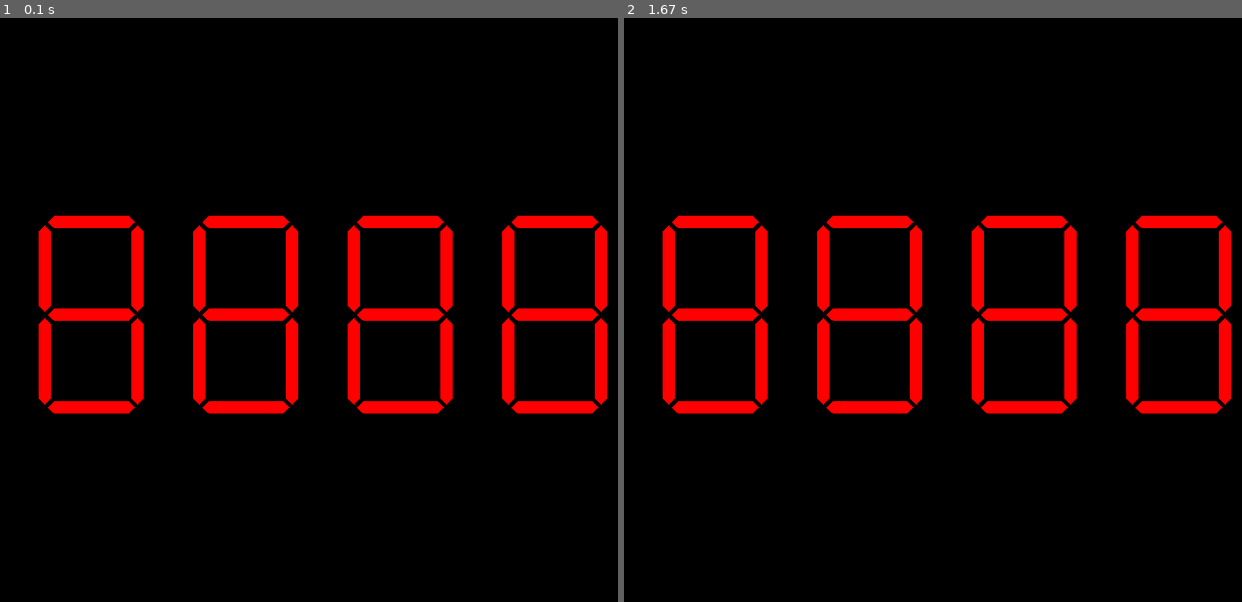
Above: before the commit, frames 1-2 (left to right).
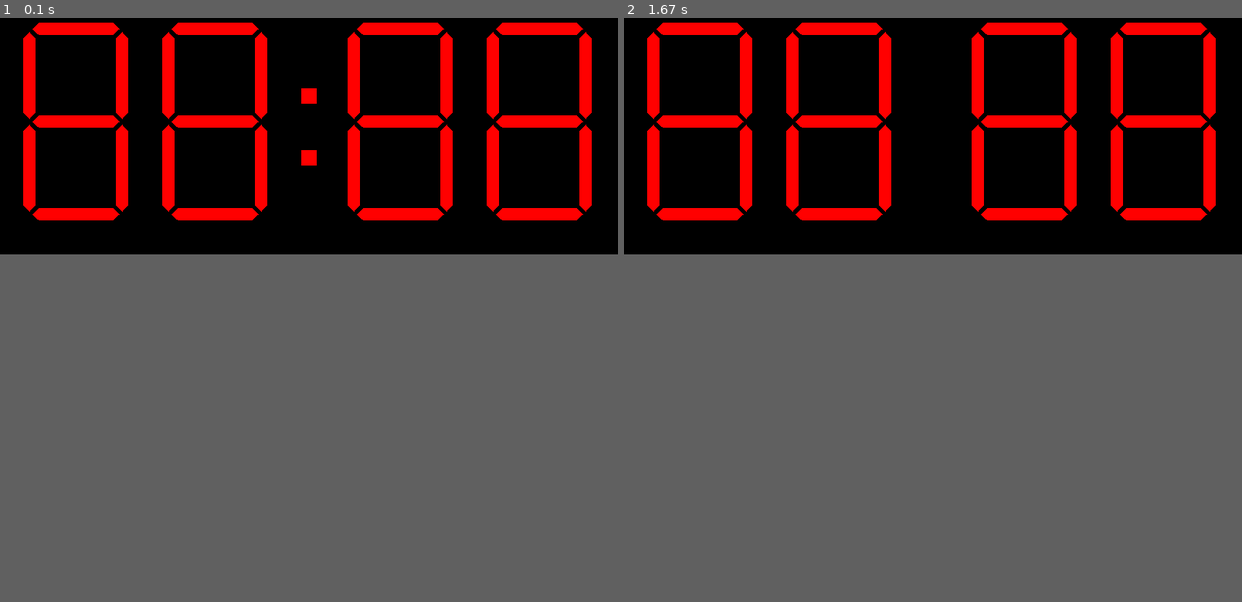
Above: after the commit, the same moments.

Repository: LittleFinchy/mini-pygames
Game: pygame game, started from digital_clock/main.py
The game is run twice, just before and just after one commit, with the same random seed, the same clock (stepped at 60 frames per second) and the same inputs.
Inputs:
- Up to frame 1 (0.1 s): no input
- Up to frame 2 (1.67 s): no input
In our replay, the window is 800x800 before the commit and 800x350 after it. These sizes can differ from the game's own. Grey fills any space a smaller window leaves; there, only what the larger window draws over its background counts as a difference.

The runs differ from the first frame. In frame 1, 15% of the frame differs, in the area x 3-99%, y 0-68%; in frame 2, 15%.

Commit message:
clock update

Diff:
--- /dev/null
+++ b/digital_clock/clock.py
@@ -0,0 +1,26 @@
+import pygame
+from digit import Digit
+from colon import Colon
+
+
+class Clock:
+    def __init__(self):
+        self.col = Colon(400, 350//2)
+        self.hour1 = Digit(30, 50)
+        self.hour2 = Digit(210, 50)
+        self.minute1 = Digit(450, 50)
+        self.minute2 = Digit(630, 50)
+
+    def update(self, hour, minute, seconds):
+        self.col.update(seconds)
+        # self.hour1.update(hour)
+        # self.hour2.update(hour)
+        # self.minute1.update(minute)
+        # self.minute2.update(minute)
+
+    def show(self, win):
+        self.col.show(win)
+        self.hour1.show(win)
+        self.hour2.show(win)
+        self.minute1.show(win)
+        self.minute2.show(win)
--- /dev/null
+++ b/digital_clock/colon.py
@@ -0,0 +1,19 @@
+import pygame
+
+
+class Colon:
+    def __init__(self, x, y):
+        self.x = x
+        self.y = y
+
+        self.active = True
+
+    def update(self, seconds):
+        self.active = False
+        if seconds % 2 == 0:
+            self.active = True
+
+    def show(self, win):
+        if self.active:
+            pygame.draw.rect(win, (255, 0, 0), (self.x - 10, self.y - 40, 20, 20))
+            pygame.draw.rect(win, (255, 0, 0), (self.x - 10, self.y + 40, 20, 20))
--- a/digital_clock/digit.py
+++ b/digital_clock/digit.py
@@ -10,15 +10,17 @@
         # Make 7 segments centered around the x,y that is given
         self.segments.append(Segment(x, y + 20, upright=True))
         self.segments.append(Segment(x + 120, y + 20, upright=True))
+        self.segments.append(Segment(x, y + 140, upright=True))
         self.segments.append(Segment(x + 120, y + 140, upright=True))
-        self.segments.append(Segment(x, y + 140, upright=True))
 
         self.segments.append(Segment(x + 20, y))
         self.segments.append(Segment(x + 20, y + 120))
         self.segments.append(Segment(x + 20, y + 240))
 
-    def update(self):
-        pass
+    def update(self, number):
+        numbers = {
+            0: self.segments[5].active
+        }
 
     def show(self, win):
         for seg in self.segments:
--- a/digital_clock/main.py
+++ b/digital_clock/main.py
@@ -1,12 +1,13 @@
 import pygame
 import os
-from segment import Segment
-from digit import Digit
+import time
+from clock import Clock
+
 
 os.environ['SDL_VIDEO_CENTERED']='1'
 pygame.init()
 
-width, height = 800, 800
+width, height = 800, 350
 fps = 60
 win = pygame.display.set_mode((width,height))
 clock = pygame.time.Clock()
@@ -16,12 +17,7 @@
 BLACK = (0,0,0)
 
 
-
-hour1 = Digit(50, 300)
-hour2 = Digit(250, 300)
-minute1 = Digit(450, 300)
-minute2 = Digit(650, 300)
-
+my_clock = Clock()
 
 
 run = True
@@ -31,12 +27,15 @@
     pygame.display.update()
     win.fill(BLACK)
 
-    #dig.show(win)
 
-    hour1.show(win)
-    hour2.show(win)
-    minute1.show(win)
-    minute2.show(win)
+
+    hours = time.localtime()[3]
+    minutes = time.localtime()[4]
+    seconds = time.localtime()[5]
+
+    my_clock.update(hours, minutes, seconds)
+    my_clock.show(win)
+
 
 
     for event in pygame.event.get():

-------

* Problem statement
Could you transcribe every entry above exactly, leaving out the images?

* Completed task
Above: before the commit, frames 1-2 (left to right).
Above: after the commit, the same moments.

Repository: LittleFinchy/mini-pygames
Game: pygame game, started from digital_clock/main.py
The game is run twice, just before and just after one commit, with the same random seed, the same clock (stepped at 60 frames per second) and the same inputs.
Inputs:
- Up to frame 1 (0.1 s): no input
- Up to frame 2 (1.67 s): no input
In our replay, the window is 800x800 before the commit and 800x350 after it. These sizes can differ from the game's own. Grey fills any space a smaller window leaves; there, only what the larger window draws over its background counts as a difference.

The runs differ from the first frame. In frame 1, 15% of the frame differs, in the area x 3-99%, y 0-68%; in frame 2, 15%.

Commit message:
clock update

Diff:
--- /dev/null
+++ b/digital_clock/clock.py
@@ -0,0 +1,26 @@
+import pygame
+from digit import Digit
+from colon import Colon
+
+
+class Clock:
+    def __init__(self):
+        self.col = Colon(400, 350//2)
+        self.hour1 = Digit(30, 50)
+        self.hour2 = Digit(210, 50)
+        self.minute1 = Digit(450, 50)
+        self.minute2 = Digit(630, 50)
+
+    def update(self, hour, minute, seconds):
+        self.col.update(seconds)
+        # self.hour1.update(hour)
+        # self.hour2.update(hour)
+        # self.minute1.update(minute)
+        # self.minute2.update(minute)
+
+    def show(self, win):
+        self.col.show(win)
+        self.hour1.show(win)
+        self.hour2.show(win)
+        self.minute1.show(win)
+        self.minute2.show(win)
--- /dev/null
+++ b/digital_clock/colon.py
@@ -0,0 +1,19 @@
+import pygame
+
+
+class Colon:
+    def __init__(self, x, y):
+        self.x = x
+        self.y = y
+
+        self.active = True
+
+    def update(self, seconds):
+        self.active = False
+        if seconds % 2 == 0:
+            self.active = True
+
+    def show(self, win):
+        if self.active:
+            pygame.draw.rect(win, (255, 0, 0), (self.x - 10, self.y - 40, 20, 20))
+            pygame.draw.rect(win, (255, 0, 0), (self.x - 10, self.y + 40, 20, 20))
--- a/digital_clock/digit.py
+++ b/digital_clock/digit.py
@@ -10,15 +10,17 @@
         # Make 7 segments centered around the x,y that is given
         self.segments.append(Segment(x, y + 20, upright=True))
         self.segments.append(Segment(x + 120, y + 20, upright=True))
+        self.segments.append(Segment(x, y + 140, upright=True))
         self.segments.append(Segment(x + 120, y + 140, upright=True))
-        self.segments.append(Segment(x, y + 140, upright=True))
 
         self.segments.append(Segment(x + 20, y))
         self.segments.append(Segment(x + 20, y + 120))
         self.segments.append(Segment(x + 20, y + 240))
 
-    def update(self):
-        pass
+    def update(self, number):
+        numbers = {
+            0: self.segments[5].active
+        }
 
     def show(self, win):
         for seg in self.segments:
--- a/digital_clock/main.py
+++ b/digital_clock/main.py
@@ -1,12 +1,13 @@
 import pygame
 import os
-from segment import Segment
-from digit import Digit
+import time
+from clock import Clock
+
 
 os.environ['SDL_VIDEO_CENTERED']='1'
 pygame.init()
 
-width, height = 800, 800
+width, height = 800, 350
 fps = 60
 win = pygame.display.set_mode((width,height))
 clock = pygame.time.Clock()
@@ -16,12 +17,7 @@
 BLACK = (0,0,0)
 
 
-
-hour1 = Digit(50, 300)
-hour2 = Digit(250, 300)
-minute1 = Digit(450, 300)
-minute2 = Digit(650, 300)
-
+my_clock = Clock()
 
 
 run = True
@@ -31,12 +27,15 @@
     pygame.display.update()
     win.fill(BLACK)
 
-    #dig.show(win)
 
-    hour1.show(win)
-    hour2.show(win)
-    minute1.show(win)
-    minute2.show(win)
+
+    hours = time.localtime()[3]
+    minutes = time.localtime()[4]
+    seconds = time.localtime()[5]
+
+    my_clock.update(hours, minutes, seconds)
+    my_clock.show(win)
+
 
 
     for event in pygame.event.get():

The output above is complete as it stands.